(INPUT MATERIAL)

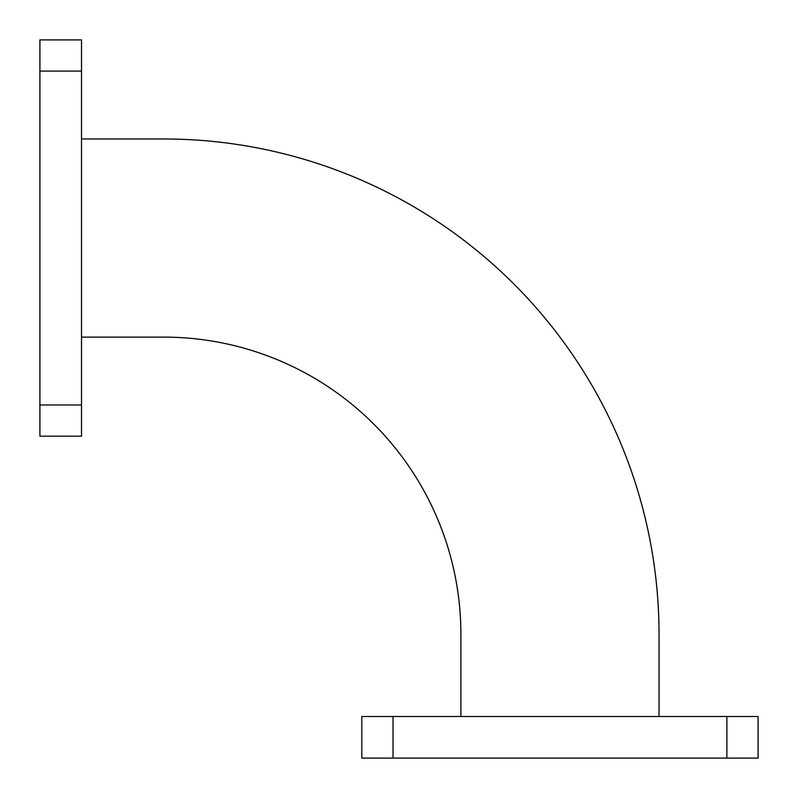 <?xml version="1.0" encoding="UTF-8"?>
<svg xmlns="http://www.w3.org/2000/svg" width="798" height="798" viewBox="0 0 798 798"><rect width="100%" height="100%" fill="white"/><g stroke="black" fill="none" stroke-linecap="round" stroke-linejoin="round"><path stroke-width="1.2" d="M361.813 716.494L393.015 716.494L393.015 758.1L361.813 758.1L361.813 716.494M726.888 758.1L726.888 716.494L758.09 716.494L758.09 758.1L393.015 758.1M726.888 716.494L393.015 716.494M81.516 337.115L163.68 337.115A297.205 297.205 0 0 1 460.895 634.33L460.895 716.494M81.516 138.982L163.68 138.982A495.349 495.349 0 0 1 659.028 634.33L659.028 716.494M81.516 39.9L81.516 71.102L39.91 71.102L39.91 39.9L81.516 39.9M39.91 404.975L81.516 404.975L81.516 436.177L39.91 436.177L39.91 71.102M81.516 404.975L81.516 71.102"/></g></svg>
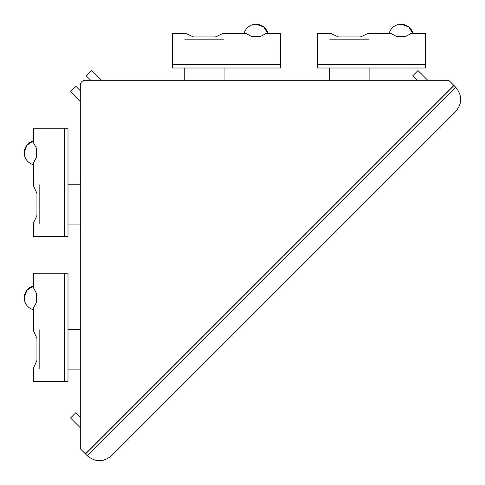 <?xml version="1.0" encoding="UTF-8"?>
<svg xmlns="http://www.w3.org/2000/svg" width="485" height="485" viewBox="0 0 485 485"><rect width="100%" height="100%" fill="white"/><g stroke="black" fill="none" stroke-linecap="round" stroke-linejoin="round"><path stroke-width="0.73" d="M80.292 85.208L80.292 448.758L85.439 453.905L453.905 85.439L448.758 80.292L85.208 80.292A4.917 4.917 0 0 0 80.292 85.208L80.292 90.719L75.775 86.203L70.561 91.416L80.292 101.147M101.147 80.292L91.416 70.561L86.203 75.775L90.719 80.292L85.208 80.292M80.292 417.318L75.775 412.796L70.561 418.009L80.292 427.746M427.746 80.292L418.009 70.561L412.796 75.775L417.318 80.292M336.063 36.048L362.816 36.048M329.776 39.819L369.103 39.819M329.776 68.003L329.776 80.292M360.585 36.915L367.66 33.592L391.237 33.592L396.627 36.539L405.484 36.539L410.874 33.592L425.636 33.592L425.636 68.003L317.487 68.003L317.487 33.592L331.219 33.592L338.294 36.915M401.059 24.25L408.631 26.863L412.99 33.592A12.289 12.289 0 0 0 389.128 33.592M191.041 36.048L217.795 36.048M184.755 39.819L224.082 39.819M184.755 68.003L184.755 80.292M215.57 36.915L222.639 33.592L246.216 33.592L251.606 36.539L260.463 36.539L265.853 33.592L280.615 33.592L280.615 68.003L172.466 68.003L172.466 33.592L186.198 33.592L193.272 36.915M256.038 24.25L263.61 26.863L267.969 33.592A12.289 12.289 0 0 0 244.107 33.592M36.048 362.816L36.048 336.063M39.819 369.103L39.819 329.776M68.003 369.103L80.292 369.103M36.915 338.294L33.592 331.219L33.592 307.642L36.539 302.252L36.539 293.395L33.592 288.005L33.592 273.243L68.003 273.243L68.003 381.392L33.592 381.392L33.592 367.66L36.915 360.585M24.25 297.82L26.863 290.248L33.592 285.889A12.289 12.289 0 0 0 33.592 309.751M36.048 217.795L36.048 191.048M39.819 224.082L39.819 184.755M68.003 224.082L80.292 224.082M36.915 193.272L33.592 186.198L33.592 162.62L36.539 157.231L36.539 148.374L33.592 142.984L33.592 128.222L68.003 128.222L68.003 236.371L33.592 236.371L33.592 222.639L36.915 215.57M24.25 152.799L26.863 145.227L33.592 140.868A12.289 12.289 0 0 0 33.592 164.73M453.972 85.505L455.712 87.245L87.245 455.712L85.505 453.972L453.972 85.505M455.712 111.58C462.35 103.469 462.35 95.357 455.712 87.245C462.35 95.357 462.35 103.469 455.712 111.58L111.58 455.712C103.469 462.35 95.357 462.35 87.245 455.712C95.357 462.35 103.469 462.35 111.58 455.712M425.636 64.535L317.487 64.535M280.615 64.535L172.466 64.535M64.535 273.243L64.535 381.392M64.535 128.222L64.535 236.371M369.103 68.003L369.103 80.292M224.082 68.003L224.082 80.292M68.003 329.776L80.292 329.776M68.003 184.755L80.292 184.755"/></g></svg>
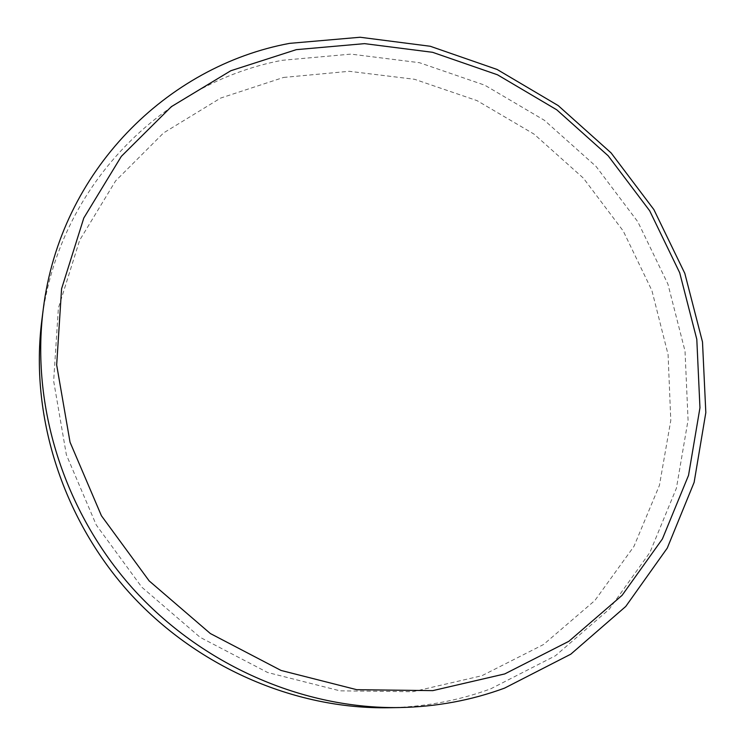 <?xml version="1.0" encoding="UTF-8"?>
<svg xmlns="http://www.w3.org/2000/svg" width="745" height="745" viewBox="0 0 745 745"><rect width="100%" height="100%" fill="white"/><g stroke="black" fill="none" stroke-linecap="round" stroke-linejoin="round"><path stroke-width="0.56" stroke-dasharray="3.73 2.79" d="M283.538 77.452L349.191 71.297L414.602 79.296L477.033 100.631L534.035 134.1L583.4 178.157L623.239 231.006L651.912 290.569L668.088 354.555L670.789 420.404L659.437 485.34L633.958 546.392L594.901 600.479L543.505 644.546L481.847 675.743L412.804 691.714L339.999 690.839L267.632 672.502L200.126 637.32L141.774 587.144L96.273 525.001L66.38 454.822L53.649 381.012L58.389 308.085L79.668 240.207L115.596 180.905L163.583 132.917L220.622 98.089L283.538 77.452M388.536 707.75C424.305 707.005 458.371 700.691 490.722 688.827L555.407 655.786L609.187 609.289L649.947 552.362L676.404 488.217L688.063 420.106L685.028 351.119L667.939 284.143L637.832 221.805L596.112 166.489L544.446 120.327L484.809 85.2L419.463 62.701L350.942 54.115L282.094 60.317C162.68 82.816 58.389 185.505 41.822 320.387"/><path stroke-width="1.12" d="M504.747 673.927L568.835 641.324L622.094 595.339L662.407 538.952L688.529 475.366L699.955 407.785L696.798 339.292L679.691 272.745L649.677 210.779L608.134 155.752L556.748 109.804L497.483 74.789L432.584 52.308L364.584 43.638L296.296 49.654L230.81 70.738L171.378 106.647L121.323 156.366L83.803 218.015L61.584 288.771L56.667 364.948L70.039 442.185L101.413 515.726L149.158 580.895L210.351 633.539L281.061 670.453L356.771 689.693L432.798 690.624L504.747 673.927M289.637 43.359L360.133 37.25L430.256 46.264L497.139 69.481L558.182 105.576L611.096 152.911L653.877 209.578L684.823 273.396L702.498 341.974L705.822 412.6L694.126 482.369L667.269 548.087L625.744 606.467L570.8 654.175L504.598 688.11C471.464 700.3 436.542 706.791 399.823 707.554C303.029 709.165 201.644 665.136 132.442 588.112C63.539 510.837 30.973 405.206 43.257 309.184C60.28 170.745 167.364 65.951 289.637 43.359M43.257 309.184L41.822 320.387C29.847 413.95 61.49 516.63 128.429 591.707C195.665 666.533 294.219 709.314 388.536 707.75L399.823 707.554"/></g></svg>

(End INPUT MATERIAL)

*PROBLEM TO SOLVE:* Your copy should hold each line above exactly and no pictures at all.

*COMPLETED EXERCISE:*
 <?xml version="1.0" encoding="UTF-8"?>
<svg xmlns="http://www.w3.org/2000/svg" width="798" height="798" viewBox="0 0 798 798"><rect width="100%" height="100%" fill="white"/><g stroke="black" fill="none" stroke-linecap="round" stroke-linejoin="round"><path stroke-width="1.2" d="M361.813 716.494L393.015 716.494L393.015 758.1L361.813 758.1L361.813 716.494M726.888 758.1L726.888 716.494L758.09 716.494L758.09 758.1L393.015 758.1M726.888 716.494L393.015 716.494M81.516 337.115L163.68 337.115A297.205 297.205 0 0 1 460.895 634.33L460.895 716.494M81.516 138.982L163.68 138.982A495.349 495.349 0 0 1 659.028 634.33L659.028 716.494M81.516 39.9L81.516 71.102L39.91 71.102L39.91 39.9L81.516 39.9M39.91 404.975L81.516 404.975L81.516 436.177L39.91 436.177L39.91 71.102M81.516 404.975L81.516 71.102"/></g></svg>
 <?xml version="1.0" encoding="UTF-8"?>
<svg xmlns="http://www.w3.org/2000/svg" width="485" height="485" viewBox="0 0 485 485"><rect width="100%" height="100%" fill="white"/><g stroke="black" fill="none" stroke-linecap="round" stroke-linejoin="round"><path stroke-width="0.73" d="M80.292 85.208L80.292 448.758L85.439 453.905L453.905 85.439L448.758 80.292L85.208 80.292A4.917 4.917 0 0 0 80.292 85.208L80.292 90.719L75.775 86.203L70.561 91.416L80.292 101.147M101.147 80.292L91.416 70.561L86.203 75.775L90.719 80.292L85.208 80.292M80.292 417.318L75.775 412.796L70.561 418.009L80.292 427.746M427.746 80.292L418.009 70.561L412.796 75.775L417.318 80.292M336.063 36.048L362.816 36.048M329.776 39.819L369.103 39.819M329.776 68.003L329.776 80.292M360.585 36.915L367.66 33.592L391.237 33.592L396.627 36.539L405.484 36.539L410.874 33.592L425.636 33.592L425.636 68.003L317.487 68.003L317.487 33.592L331.219 33.592L338.294 36.915M401.059 24.25L408.631 26.863L412.99 33.592A12.289 12.289 0 0 0 389.128 33.592M191.041 36.048L217.795 36.048M184.755 39.819L224.082 39.819M184.755 68.003L184.755 80.292M215.57 36.915L222.639 33.592L246.216 33.592L251.606 36.539L260.463 36.539L265.853 33.592L280.615 33.592L280.615 68.003L172.466 68.003L172.466 33.592L186.198 33.592L193.272 36.915M256.038 24.25L263.61 26.863L267.969 33.592A12.289 12.289 0 0 0 244.107 33.592M36.048 362.816L36.048 336.063M39.819 369.103L39.819 329.776M68.003 369.103L80.292 369.103M36.915 338.294L33.592 331.219L33.592 307.642L36.539 302.252L36.539 293.395L33.592 288.005L33.592 273.243L68.003 273.243L68.003 381.392L33.592 381.392L33.592 367.66L36.915 360.585M24.25 297.82L26.863 290.248L33.592 285.889A12.289 12.289 0 0 0 33.592 309.751M36.048 217.795L36.048 191.048M39.819 224.082L39.819 184.755M68.003 224.082L80.292 224.082M36.915 193.272L33.592 186.198L33.592 162.62L36.539 157.231L36.539 148.374L33.592 142.984L33.592 128.222L68.003 128.222L68.003 236.371L33.592 236.371L33.592 222.639L36.915 215.57M24.25 152.799L26.863 145.227L33.592 140.868A12.289 12.289 0 0 0 33.592 164.73M453.972 85.505L455.712 87.245L87.245 455.712L85.505 453.972L453.972 85.505M455.712 111.58C462.35 103.469 462.35 95.357 455.712 87.245C462.35 95.357 462.35 103.469 455.712 111.58L111.58 455.712C103.469 462.35 95.357 462.35 87.245 455.712C95.357 462.35 103.469 462.35 111.58 455.712M425.636 64.535L317.487 64.535M280.615 64.535L172.466 64.535M64.535 273.243L64.535 381.392M64.535 128.222L64.535 236.371M369.103 68.003L369.103 80.292M224.082 68.003L224.082 80.292M68.003 329.776L80.292 329.776M68.003 184.755L80.292 184.755"/></g></svg>
 <?xml version="1.0" encoding="UTF-8"?>
<svg xmlns="http://www.w3.org/2000/svg" width="745" height="745" viewBox="0 0 745 745"><rect width="100%" height="100%" fill="white"/><g stroke="black" fill="none" stroke-linecap="round" stroke-linejoin="round"><path stroke-width="0.56" stroke-dasharray="3.73 2.79" d="M283.538 77.452L349.191 71.297L414.602 79.296L477.033 100.631L534.035 134.1L583.4 178.157L623.239 231.006L651.912 290.569L668.088 354.555L670.789 420.404L659.437 485.34L633.958 546.392L594.901 600.479L543.505 644.546L481.847 675.743L412.804 691.714L339.999 690.839L267.632 672.502L200.126 637.32L141.774 587.144L96.273 525.001L66.38 454.822L53.649 381.012L58.389 308.085L79.668 240.207L115.596 180.905L163.583 132.917L220.622 98.089L283.538 77.452M388.536 707.75C424.305 707.005 458.371 700.691 490.722 688.827L555.407 655.786L609.187 609.289L649.947 552.362L676.404 488.217L688.063 420.106L685.028 351.119L667.939 284.143L637.832 221.805L596.112 166.489L544.446 120.327L484.809 85.2L419.463 62.701L350.942 54.115L282.094 60.317C162.68 82.816 58.389 185.505 41.822 320.387"/><path stroke-width="1.12" d="M504.747 673.927L568.835 641.324L622.094 595.339L662.407 538.952L688.529 475.366L699.955 407.785L696.798 339.292L679.691 272.745L649.677 210.779L608.134 155.752L556.748 109.804L497.483 74.789L432.584 52.308L364.584 43.638L296.296 49.654L230.81 70.738L171.378 106.647L121.323 156.366L83.803 218.015L61.584 288.771L56.667 364.948L70.039 442.185L101.413 515.726L149.158 580.895L210.351 633.539L281.061 670.453L356.771 689.693L432.798 690.624L504.747 673.927M289.637 43.359L360.133 37.25L430.256 46.264L497.139 69.481L558.182 105.576L611.096 152.911L653.877 209.578L684.823 273.396L702.498 341.974L705.822 412.6L694.126 482.369L667.269 548.087L625.744 606.467L570.8 654.175L504.598 688.11C471.464 700.3 436.542 706.791 399.823 707.554C303.029 709.165 201.644 665.136 132.442 588.112C63.539 510.837 30.973 405.206 43.257 309.184C60.28 170.745 167.364 65.951 289.637 43.359M43.257 309.184L41.822 320.387C29.847 413.95 61.49 516.63 128.429 591.707C195.665 666.533 294.219 709.314 388.536 707.75L399.823 707.554"/></g></svg>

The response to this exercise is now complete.